Leben auf dem Land verbessern Von wegen Tradwife: Junge Landfrauen wollen ihre Rechte stärken
Die Landfrauenvereine in Hessen gewinnen immer mehr junge Mitglieder. Sie wollen mit Klischees aufräumen, ihre Rechte stärken und das Leben auf dem Land attraktiver machen. Soziale Medien und die Suche nach Anschluss spielen eine Schlüsselrolle.
Kaffee trinken, Kuchen backen, Gartenarbeit – gegenüber Landfrauen gibt es viele Vorurteile. Und die halten sich hartnäckig. Dennoch sprechen die Frauenvereine offenbar auch junge Frauen an. Seit Anfang 2024 verzeichneten die hessischen Landfrauen einen Zuwachs von rund 500 Mitgliedern unter 46 Jahren - denn "jung" bedeutet bei den Landfrauen: bis 45.
Aktuell zählen rund 3.500 Frauen in dieser Altersgruppe zum Landesverband. Sie machen damit ein Zehntel der insgesamt 35.000 Mitglieder aus.
Keine klassischen Hausfrauen
Steckt dahinter ein Social-Media-Trend? In den USA machen sogenannte Tradwives von sich reden – Frauen, die ein traditionelles Rollenmodell wählen, bei dem sie die Rolle der Hausfrau übernehmen, während ihre Männer für das Einkommen sorgen. Von Kritikern wird diese Bewegung als Hindernis für die Gleichstellung der Geschlechter angesehen.

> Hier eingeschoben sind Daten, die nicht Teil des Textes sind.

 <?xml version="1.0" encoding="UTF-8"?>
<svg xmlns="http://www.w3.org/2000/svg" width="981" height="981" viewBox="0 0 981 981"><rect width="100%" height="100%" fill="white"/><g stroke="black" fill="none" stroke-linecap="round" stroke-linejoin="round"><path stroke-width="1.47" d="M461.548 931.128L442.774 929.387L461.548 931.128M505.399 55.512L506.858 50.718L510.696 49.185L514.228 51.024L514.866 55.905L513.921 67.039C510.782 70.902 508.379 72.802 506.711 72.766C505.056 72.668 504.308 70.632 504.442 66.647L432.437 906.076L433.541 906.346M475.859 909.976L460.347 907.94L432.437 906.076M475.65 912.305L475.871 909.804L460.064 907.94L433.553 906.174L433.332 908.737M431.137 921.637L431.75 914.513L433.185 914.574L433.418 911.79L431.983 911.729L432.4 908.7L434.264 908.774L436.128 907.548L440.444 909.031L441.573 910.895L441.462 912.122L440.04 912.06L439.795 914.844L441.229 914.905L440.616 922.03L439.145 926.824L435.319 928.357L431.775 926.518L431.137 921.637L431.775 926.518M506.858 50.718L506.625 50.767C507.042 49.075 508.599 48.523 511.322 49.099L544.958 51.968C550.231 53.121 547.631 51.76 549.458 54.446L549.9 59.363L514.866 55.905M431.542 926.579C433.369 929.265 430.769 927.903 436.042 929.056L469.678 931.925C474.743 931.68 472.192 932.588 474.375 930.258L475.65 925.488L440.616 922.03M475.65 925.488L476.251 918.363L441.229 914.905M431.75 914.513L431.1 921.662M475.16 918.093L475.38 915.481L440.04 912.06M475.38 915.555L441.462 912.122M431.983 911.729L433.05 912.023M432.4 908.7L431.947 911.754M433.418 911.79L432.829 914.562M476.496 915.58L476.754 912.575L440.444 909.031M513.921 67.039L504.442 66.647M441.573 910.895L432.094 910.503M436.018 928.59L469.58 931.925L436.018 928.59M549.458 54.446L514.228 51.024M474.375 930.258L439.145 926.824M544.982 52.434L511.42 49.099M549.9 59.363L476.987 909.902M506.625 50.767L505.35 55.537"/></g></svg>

Doch die Landfrauen setzen sich für das Gegenteil ein, betont die hessische Verbandspräsidentin Ursula Pöhlig: "Als größter Frauenverband in Hessen und auch in Deutschland setzen wir uns für die Interessen von Frauen, insbesondere auf dem Land, ein und tragen diese in die Politik." Zu ihren Schwerpunkten gehören Bildung, gesellschaftliche Teilhabe, Nachhaltigkeit, Klimaschutz und die Förderung von Frauen in der Landwirtschaft.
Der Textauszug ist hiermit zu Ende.